> Work item
For each line of the data below that holds "LOCOMOTION", copy the line.

[Records provided]

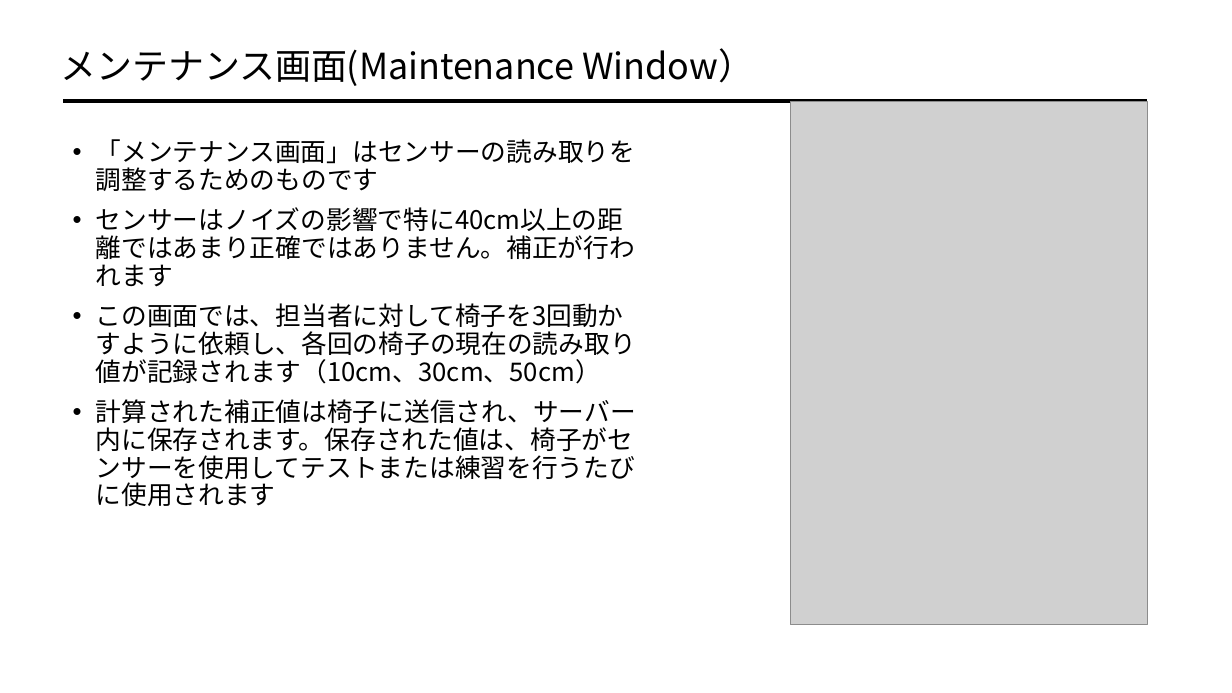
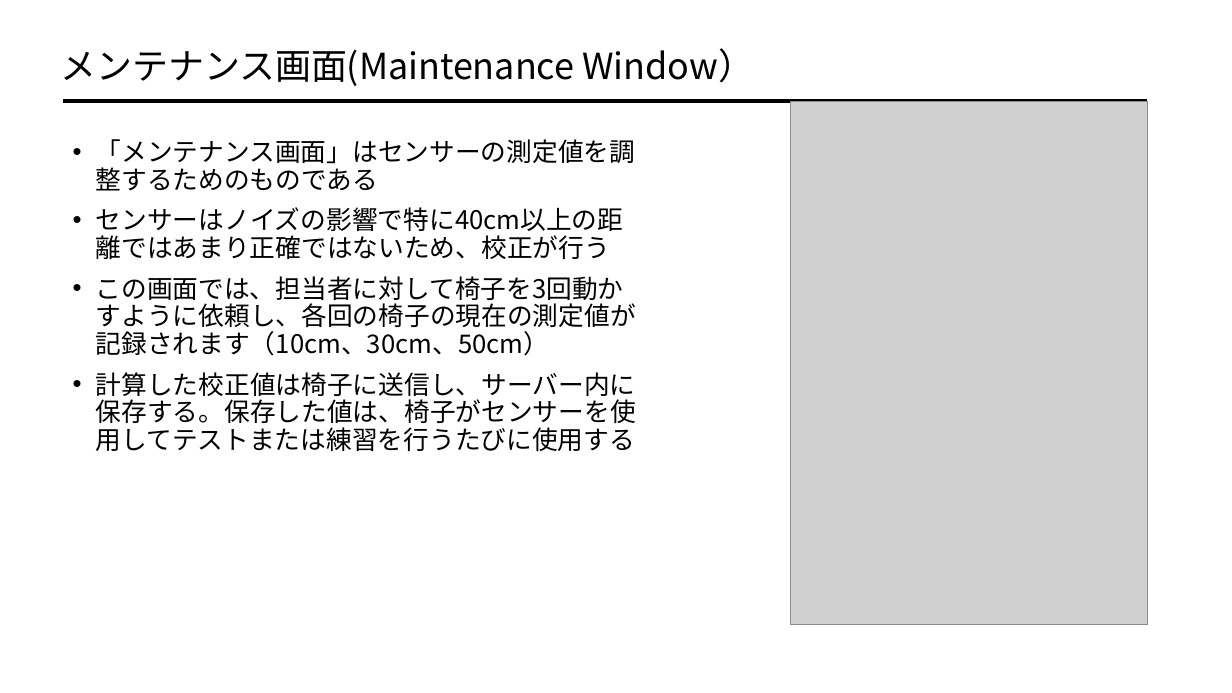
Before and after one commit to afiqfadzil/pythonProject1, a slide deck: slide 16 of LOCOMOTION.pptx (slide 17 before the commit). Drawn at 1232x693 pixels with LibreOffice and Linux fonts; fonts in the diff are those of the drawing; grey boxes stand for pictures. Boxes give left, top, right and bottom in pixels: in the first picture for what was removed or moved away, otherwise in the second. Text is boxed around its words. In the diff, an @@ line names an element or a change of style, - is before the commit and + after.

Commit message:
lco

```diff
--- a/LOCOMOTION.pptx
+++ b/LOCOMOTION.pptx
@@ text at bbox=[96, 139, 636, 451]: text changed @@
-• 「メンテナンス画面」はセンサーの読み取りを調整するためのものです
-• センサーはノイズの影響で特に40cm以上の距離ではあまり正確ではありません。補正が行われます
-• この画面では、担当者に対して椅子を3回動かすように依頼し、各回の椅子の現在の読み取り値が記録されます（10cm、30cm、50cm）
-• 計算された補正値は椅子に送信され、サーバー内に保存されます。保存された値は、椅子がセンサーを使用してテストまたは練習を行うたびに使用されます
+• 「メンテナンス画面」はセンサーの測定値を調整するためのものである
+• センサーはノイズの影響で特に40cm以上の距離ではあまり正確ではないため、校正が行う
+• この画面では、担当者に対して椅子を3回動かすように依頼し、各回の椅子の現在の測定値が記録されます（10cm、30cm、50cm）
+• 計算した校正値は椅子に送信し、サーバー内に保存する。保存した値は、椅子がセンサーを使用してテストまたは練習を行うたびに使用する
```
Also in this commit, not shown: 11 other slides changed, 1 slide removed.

[/Records provided]

> Written reply
Before and after one commit to afiqfadzil/pythonProject1, a slide deck: slide 16 of LOCOMOTION.pptx (slide 17 before the commit). Drawn at 1232x693 pixels with LibreOffice and Linux fonts; fonts in the diff are those of the drawing; grey boxes stand for pictures. Boxes give left, top, right and bottom in pixels: in the first picture for what was removed or moved away, otherwise in the second. Text is boxed around its words. In the diff, an @@ line names an element or a change of style, - is before the commit and + after.
--- a/LOCOMOTION.pptx
+++ b/LOCOMOTION.pptx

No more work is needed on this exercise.